# 3 speed vs 3 speed?



## Marc's Classic Chrome (Sep 25, 2017)

I have a topic that I would be interested in hearing which is better and why. I have heard that some people prefer the stormy archer (sp)  3 speed rim better than the shimano 333? Just wondering what you guys think.


----------



## Gordon (Sep 25, 2017)

Both are pretty bomb proof, but the Sturmey has a weak link (pun intended) in the indexing chain. Shimano is quieter but some like to hear the "click, click, click" of the Sturmey.


----------



## Marc's Classic Chrome (Sep 25, 2017)

Gordon said:


> Both are pretty bomb proof, but the Sturmey has a weak link (pun intended) in the indexing chain. Shimano is quieter but some like to hear the "click, click, click" of the Sturmey.
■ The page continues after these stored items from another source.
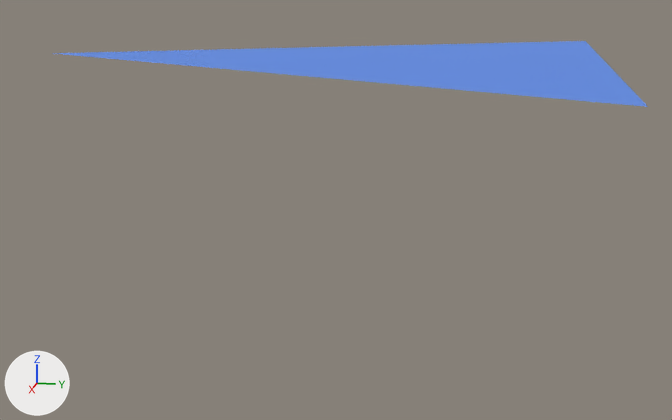
The glTF model public/assets/1.glb, before and after one commit.
Before and after are seen from a 50 mm camera at (1.403, 0.751, 0.405) aimed at (0.015, 0.474, 0.059). Arrows for +X, +Y and +Z are at lower left; the lights stay in place. Mesh edges are drawn as thin lines on the coarser meshes.

In view in the first picture: 'top.001'.
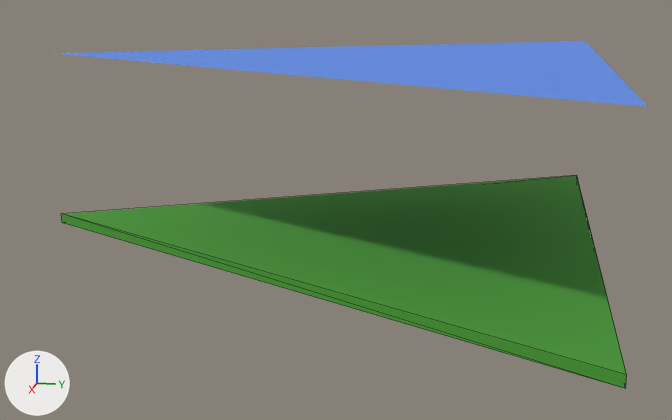
The change, as a list of edits to the scene's bpy script:
```text
Add mat_material_001:
    mat_material_001 = principled_material('Material.001')
    mat_material_001.base_color = (0.0664, 0.331, 0.0341)  # green #499c34
    mat_material_001.roughness = 1.0
Add me_circle_014:
    me_circle_014.from_pydata([(0.5, 0.866, 0.0), (-0.5, 0.866, 0.0), (0.0, 0.0, 0.0), (0.5, 0.866, 0.015), (-0.5, 0.866, 0.015), (0.0, 0.0, 0.015), (-0.484, 0.866, 0.0), (-0.459, 0.866, 0.015)], [], [(2, 1, 6), (2, 6, 0), (3, 7, 4), (3, 4, 5), (6, 1, 4), (6, 4, 7), (0, 6, 7), (0, 7, 3), (2, 5, 4), (2, 4, 1), (0, 3, 5), (0, 5, 2)])
    me_circle_014.materials.append(mat_material_001)  # green #499c34
Add ob_ground_001:
    ob_ground_001 = bpy.data.objects.new('ground.001', me_circle_014)
    ob_ground_001.location = (0.0, 0.0, 0.01)
```

Pixel boxes [x1, y1, x2, y2] of what changed, in the pictures (672 x 420 px):
'ground.001', added (green): after [62, 175, 627, 389]
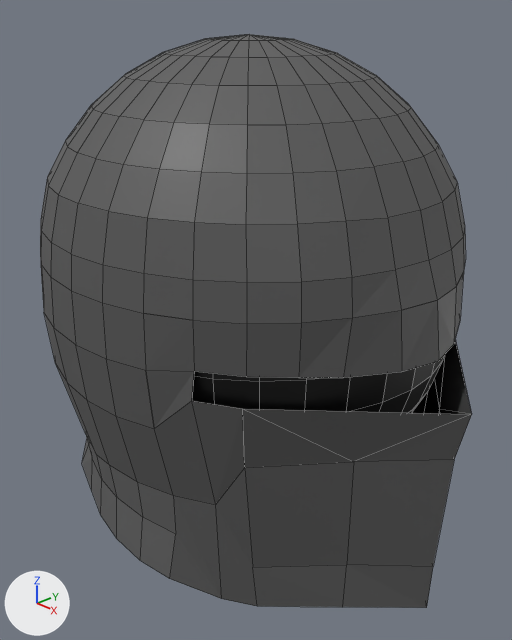
Two versions of the Blender file misc/Helmet/Helmet.blend, one commit apart.
Rendered twice from a 50 mm camera at (3.25, -3.15, 2.43) aimed at (0.0, -0.09, 0.53). The axes (+X, +Y, +Z) are drawn at lower left. The lights are the same throughout. The first picture is the older version. Mesh edges are drawn as thin lines.
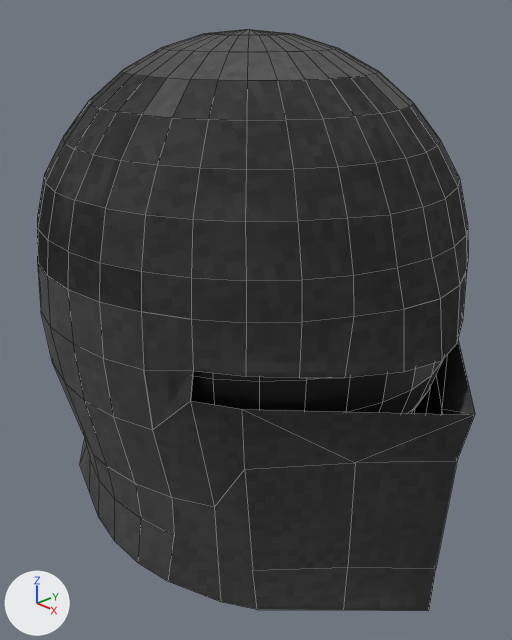
What the commit changed:
Picture 'texturewithnoise.png' (img_texturewithnoise_png) is new.
Picture 'NormalMap2.png' (img_normalmap2_png) is new.
Material 'Material.003' (mat_material_003) is new.
Uses the picture img_normalmap2_png.
Uses the picture img_texturewithnoise_png.
me_cube has 432 vertices, 427 faces and spans x -1.48..1.49, y -1.35..1.35, z -1.02..2.34.
me_cube no longer uses material mat_material (picture img_untitled).
me_cube gains material mat_material_003.
Object 'Cube' (ob_cube) is rescaled from (1.08, 1.02, 1.0) to (1.09, 1.03, 1.01).

Boxes [x1, y1, x2, y2] around the edits, measured in the pictures (512 x 640 px):
'Cube', recoloured, rescaled: before [40, 34, 472, 608]; after [37, 29, 475, 611]

Hey Gordon!!! Do you have my hub threaded yet lol!


----------



## vastingray (Sep 25, 2017)

Gordon said:


> Both are pretty bomb proof, but the Sturmey has a weak link (pun intended) in the indexing chain. Shimano is quieter but some like to hear the "click, click, click" of the Sturmey.



Ya I always like the clicking sound of the Sturmey on a classic  tho


----------